I hope you like them!
Why can’t I save this to Pinterest? I don’t see an option to Pin it
It’s at the top of this page. Just shows the “p”.
You can hover over any of the photos and a Pinterest symbol should show up in the upper corner. If you’re on mobile you can use the red P logo under the title of the post.
I like the best of both worlds when baking. I will add as little sugar as possible and then fill in the gap with Swerve, Sukrin gold, Truvia or Splenda. Seems to work and keeps points low. These look good!
Sad to say that this just wasn’t good – it was tolerable, but did not strike the right pumpkin spice note for me. Tried by two of my three kids and both weren’t fans. They went to the pantry for a different “dessert” after dinner. (For those interested, I used Chobani Greek yogurt and Libby’s pureed pumpkin.)
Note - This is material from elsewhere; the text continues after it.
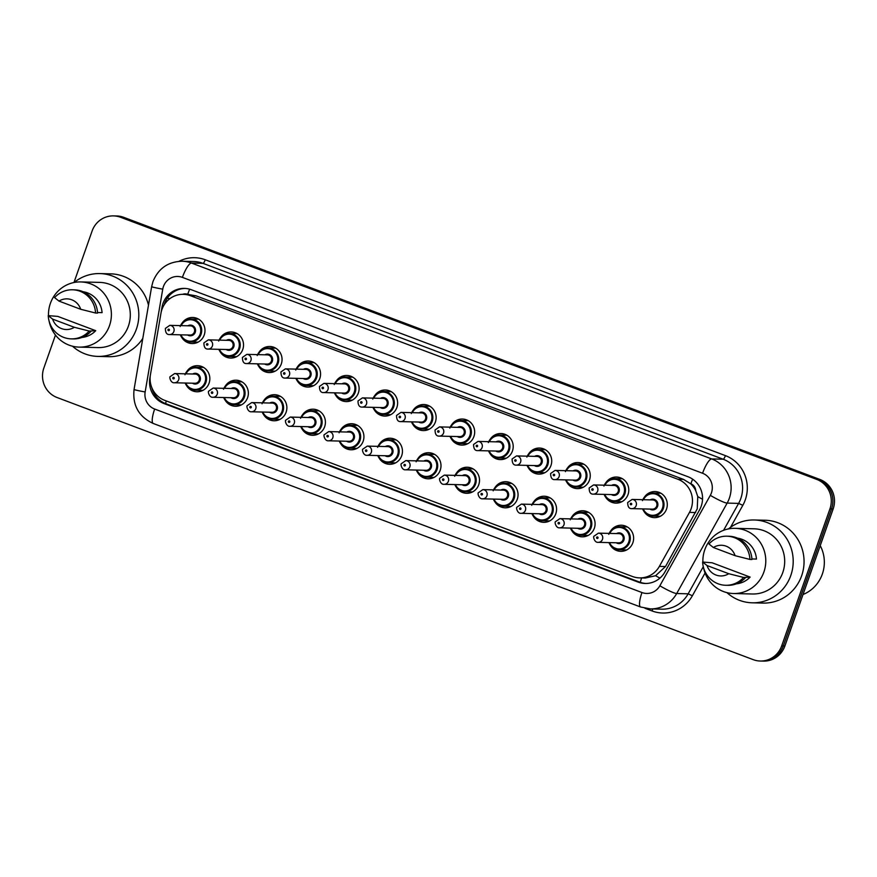<?xml version="1.0" encoding="UTF-8"?>
<svg xmlns="http://www.w3.org/2000/svg" width="877" height="877" viewBox="0 0 877 877"><rect width="100%" height="100%" fill="white"/><g stroke="black" fill="none" stroke-linecap="round" stroke-linejoin="round"><path stroke-width="1.32" d="M201.173 391.109A13.045 12.585 91.4 0 1 199.496 390.287M186.944 371.256A13.045 12.585 91.4 0 1 209.077 383.172A13.045 12.585 91.4 0 1 186.582 385.661M239.695 405.612A13.045 12.585 91.4 0 1 238.018 404.79M225.466 385.77A13.045 12.585 91.4 0 1 247.599 397.676A13.045 12.585 91.4 0 1 225.115 400.164M278.228 420.116A13.045 12.585 91.4 0 1 276.54 419.294M263.988 400.274A13.045 12.585 91.4 0 1 286.121 412.179A13.045 12.585 91.4 0 1 263.637 414.678M316.75 434.619A13.045 12.585 91.4 0 1 315.073 433.808M302.521 414.777A13.045 12.585 91.4 0 1 324.654 426.693A13.045 12.585 91.4 0 1 302.159 429.182M355.273 449.134A13.045 12.585 91.4 0 1 353.595 448.311M341.043 429.291A13.045 12.585 91.4 0 1 363.177 441.197A13.045 12.585 91.4 0 1 340.693 443.685M393.806 463.637A13.045 12.585 91.4 0 1 392.129 462.815M379.566 443.795A13.045 12.585 91.4 0 1 401.699 455.7A13.045 12.585 91.4 0 1 379.215 458.2M432.328 478.14A13.045 12.585 91.4 0 1 430.651 477.329M418.099 458.298A13.045 12.585 91.4 0 1 440.232 470.215A13.045 12.585 91.4 0 1 417.737 472.703M470.85 492.655A13.045 12.585 91.4 0 1 469.173 491.833M456.621 472.813A13.045 12.585 91.4 0 1 478.754 484.718A13.045 12.585 91.4 0 1 456.27 487.206M509.384 507.158A13.045 12.585 91.4 0 1 507.706 506.336M495.143 487.316A13.045 12.585 91.4 0 1 517.287 499.221A13.045 12.585 91.4 0 1 494.792 501.71M547.906 521.662A13.045 12.585 91.4 0 1 546.228 520.85M533.676 501.819A13.045 12.585 91.4 0 1 555.81 513.736A13.045 12.585 91.4 0 1 533.315 516.224M586.428 536.176A13.045 12.585 91.4 0 1 584.751 535.354M572.199 516.334A13.045 12.585 91.4 0 1 594.332 528.239A13.045 12.585 91.4 0 1 571.848 530.728M624.961 550.679A13.045 12.585 91.4 0 1 623.284 549.857M610.721 530.837A13.045 12.585 91.4 0 1 632.865 542.742A13.045 12.585 91.4 0 1 610.37 545.231M196.327 342.896A13.045 12.585 91.4 0 1 194.65 342.074M182.098 323.054A13.045 12.585 91.4 0 1 204.231 334.959A13.045 12.585 91.4 0 1 181.747 337.448M234.861 357.399A13.045 12.585 91.4 0 1 233.183 356.577M220.62 337.557A13.045 12.585 91.4 0 1 242.765 349.463A13.045 12.585 91.4 0 1 220.27 351.962M273.383 371.903A13.045 12.585 91.4 0 1 271.706 371.092M259.154 352.061A13.045 12.585 91.4 0 1 281.287 363.977A13.045 12.585 91.4 0 1 258.792 366.465M311.905 386.417A13.045 12.585 91.4 0 1 310.228 385.595M297.676 366.575A13.045 12.585 91.4 0 1 319.809 378.48A13.045 12.585 91.4 0 1 297.325 380.969M350.438 400.921A13.045 12.585 91.4 0 1 348.761 400.098M336.198 381.078A13.045 12.585 91.4 0 1 358.342 392.984A13.045 12.585 91.4 0 1 335.847 395.483M388.96 415.424A13.045 12.585 91.4 0 1 387.283 414.613M374.731 395.582A13.045 12.585 91.4 0 1 396.864 407.498A13.045 12.585 91.4 0 1 374.38 409.987M427.494 429.938A13.045 12.585 91.4 0 1 425.805 429.116M413.253 410.096A13.045 12.585 91.4 0 1 435.387 422.001A13.045 12.585 91.4 0 1 412.903 424.49M466.016 444.442A13.045 12.585 91.4 0 1 464.339 443.619M451.787 424.6A13.045 12.585 91.4 0 1 473.92 436.505A13.045 12.585 91.4 0 1 451.425 439.004M504.538 458.945A13.045 12.585 91.4 0 1 502.861 458.134M490.309 439.103A13.045 12.585 91.4 0 1 512.442 451.019A13.045 12.585 91.4 0 1 489.958 453.508M543.071 473.459A13.045 12.585 91.4 0 1 541.383 472.637M528.831 453.617A13.045 12.585 91.4 0 1 550.964 465.523A13.045 12.585 91.4 0 1 528.48 468.011M581.594 487.963A13.045 12.585 91.4 0 1 579.916 487.141M567.364 468.121A13.045 12.585 91.4 0 1 589.497 480.026A13.045 12.585 91.4 0 1 567.002 482.514M620.116 502.466A13.045 12.585 91.4 0 1 618.438 501.655M605.886 482.624A13.045 12.585 91.4 0 1 628.02 494.54A13.045 12.585 91.4 0 1 605.536 497.029M658.649 516.981A13.045 12.585 91.4 0 1 656.961 516.158M644.409 497.138A13.045 12.585 91.4 0 1 666.542 509.044A13.045 12.585 91.4 0 1 644.058 511.532M639.585 577.888A23.01 22.21 -88.6 0 0 659.372 566.378L689.497 512.387A23.01 22.21 -88.6 0 0 691.131 508.748A23.01 22.21 -88.6 0 0 677.888 479.259L190.43 295.702A23.01 22.21 -88.6 0 0 183.37 294.332A23.01 22.21 -88.6 0 0 160.94 313.363L150.438 374.731A23.01 22.21 -88.6 0 0 164.69 400.35L632.525 576.518A23.01 22.21 -88.6 0 0 639.585 577.888L645.22 578.031L655.579 575.74L665.5 566.52L697.226 508.901L697.774 496.612L695.724 490.605A7.674 7.4 -88.6 0 0 690.868 483.797A23.01 5.722 -69.4 0 1 692.633 479.182M690.868 483.797L690.495 483.655A23.01 22.21 91.4 0 1 695.724 490.605M690.495 483.655L683.534 479.401L196.064 295.845L188.062 294.464M657.531 493.148A13.045 12.585 91.4 0 1 659.252 492.414M195.22 319.064A13.045 12.585 91.4 0 1 196.93 318.329M233.742 333.578A13.045 12.585 91.4 0 1 235.464 332.843M272.276 348.081A13.045 12.585 91.4 0 1 273.986 347.347M310.798 362.585A13.045 12.585 91.4 0 1 312.519 361.85M349.32 377.099A13.045 12.585 91.4 0 1 351.041 376.365M387.853 391.602A13.045 12.585 91.4 0 1 389.563 390.868M426.375 406.106A13.045 12.585 91.4 0 1 428.097 405.371M464.898 420.62A13.045 12.585 91.4 0 1 466.619 419.875M503.431 435.124A13.045 12.585 91.4 0 1 505.141 434.389M541.953 449.627A13.045 12.585 91.4 0 1 543.674 448.892M580.475 464.141A13.045 12.585 91.4 0 1 582.196 463.396M619.009 478.645A13.045 12.585 91.4 0 1 620.719 477.91M623.843 526.858A13.045 12.585 91.4 0 1 625.564 526.112M200.055 367.277A13.045 12.585 91.4 0 1 201.776 366.542M238.588 381.78A13.045 12.585 91.4 0 1 240.298 381.046M277.11 396.294A13.045 12.585 91.4 0 1 278.831 395.56M315.632 410.798A13.045 12.585 91.4 0 1 317.353 410.063M354.165 425.301A13.045 12.585 91.4 0 1 355.876 424.567M392.688 439.815A13.045 12.585 91.4 0 1 394.409 439.07M431.21 454.319A13.045 12.585 91.4 0 1 432.931 453.584M469.743 468.822A13.045 12.585 91.4 0 1 471.453 468.088M508.265 483.337A13.045 12.585 91.4 0 1 509.986 482.591M546.799 497.84A13.045 12.585 91.4 0 1 548.509 497.106M585.321 512.343A13.045 12.585 91.4 0 1 587.042 511.609M73.964 282.526L92.096 231.046A23.01 22.21 91.4 0 1 113.528 215.895L115.128 215.928A23.01 22.21 91.4 0 1 122.188 217.31L818.296 479.423A23.01 22.21 91.4 0 1 831.539 508.912L783.293 645.911A23.01 22.21 91.4 0 1 761.872 661.072A23.01 22.21 91.4 0 0 783.293 645.911L831.539 508.912A23.01 22.21 91.4 0 0 818.296 479.423L122.188 217.31A23.01 22.21 91.4 0 0 115.128 215.928L116.74 215.972A23.01 22.21 91.4 0 1 123.789 217.353L819.907 479.467A23.01 22.21 91.4 0 1 833.15 508.956L784.904 645.954A23.01 22.21 91.4 0 1 763.472 661.105L760.26 661.028A23.01 22.21 91.4 0 1 753.211 659.647L57.093 397.533A23.01 22.21 91.4 0 1 43.85 368.044L55.47 335.058M150.395 374.983L149.879 378.009A23.01 22.21 -88.6 0 0 164.131 403.617L638.083 582.087A23.01 22.21 -88.6 0 0 645.132 583.468A23.01 22.21 -88.6 0 0 664.919 571.947L699.572 509.866A23.01 22.21 -88.6 0 0 701.205 506.226A23.01 22.21 -88.6 0 0 687.963 476.737L191.438 289.772A23.01 22.21 -88.6 0 0 184.389 288.401A23.01 22.21 -88.6 0 0 161.96 307.421L160.984 313.111M113.528 215.895A23.01 22.21 91.4 0 1 120.577 217.266L816.684 479.39A23.01 22.21 91.4 0 1 829.938 508.879L781.692 645.878A23.01 22.21 91.4 0 1 760.26 661.028M164.163 304.867A23.01 22.21 91.4 0 1 185.19 288.434M645.943 583.468A23.01 22.21 91.4 0 1 639.695 582.131L165.731 403.661A23.01 22.21 91.4 0 1 151.787 387.568M820.225 545.647A34.521 33.315 91.4 0 1 822.319 574.106A34.521 33.315 91.4 0 1 803.025 594.507M728.48 528.908A41.427 39.98 91.4 0 1 754.242 519.984A41.427 39.98 91.4 0 1 790.78 575.542A41.427 39.98 91.4 0 1 752.214 602.806A41.427 39.98 91.4 0 1 726.912 592.633M754.242 519.984L765.106 520.247A41.427 39.98 91.4 0 1 801.633 575.805A41.427 39.98 91.4 0 1 763.067 603.08L752.214 602.806M702.883 562.036A32.602 31.462 91.4 0 1 704.768 549.802A32.602 31.462 91.4 0 1 735.123 528.338A32.602 31.462 91.4 0 1 763.878 572.056A32.602 31.462 91.4 0 1 733.523 593.521A32.602 31.462 91.4 0 1 703.486 567.474M735.123 528.338L754.023 528.798A32.602 31.462 91.4 0 1 782.777 572.528A32.602 31.462 91.4 0 1 752.422 593.992L733.523 593.521M750.12 577.088L743.597 577.461A24.545 23.69 91.4 0 1 725.685 585.277A24.545 23.69 91.4 0 1 702.62 562.036L712.19 562.804L750.12 577.088A23.01 22.21 91.4 0 1 736.373 583.841M728.743 573.711A15.348 14.81 91.4 0 1 707.026 565.533L728.743 573.711L743.597 577.461M707.026 565.533L702.62 562.036M745.603 577.515A24.545 23.69 91.4 0 1 727.691 585.321L725.685 585.277M751.918 558.945L756.467 559.066A23.01 22.21 91.4 0 0 737.502 538.149M713.374 547.5A15.348 14.81 91.4 0 1 735.09 555.678L713.374 547.5L708.967 544.003A24.545 23.69 91.4 0 1 726.89 536.198A24.545 23.69 91.4 0 1 749.945 559.438L751.951 559.482A24.545 23.69 91.4 0 0 728.897 536.242L726.89 536.198M735.09 555.678L749.945 559.438M74.096 282.504A41.427 39.98 91.4 0 1 99.857 273.58A41.427 39.98 91.4 0 1 136.395 329.127A41.427 39.98 91.4 0 1 97.818 356.402A41.427 39.98 91.4 0 1 72.528 346.229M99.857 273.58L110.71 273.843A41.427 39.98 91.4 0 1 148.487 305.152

I’m sorry to hear this wasn’t a hit with your family. I definitely think using the 2 ingredient dough in sweet recipes won’t be for everyone. I saw three people post about these on Instagram today saying they loved them and then got your comment about how you all hated them, which sort of mirrors our household. I really liked these but my husband wasn’t into them. I know everyone has different tastes, but sometimes it makes me question myself! I’m sorry you didn’t enjoy this, but I hope the next recipe you make from my site is a winner with your family!
Can these be made ahead of time and then put in fridge until ready to bake? Thinking of making for Christmas morning, but won’t have time to prepare that morning.
Can you use other types of Greek yogurt for the 2 ingredient dough such as honey Greek? I thought it might be better for desserts but I wasn’t sure.
I made these today.. I ended up.with 8 instead of 6 which made them 2 points on purple. My grandkids and my daughter and I all loved them will definitely be making again.
Mine were hideous to look at, but I was very happy with the taste.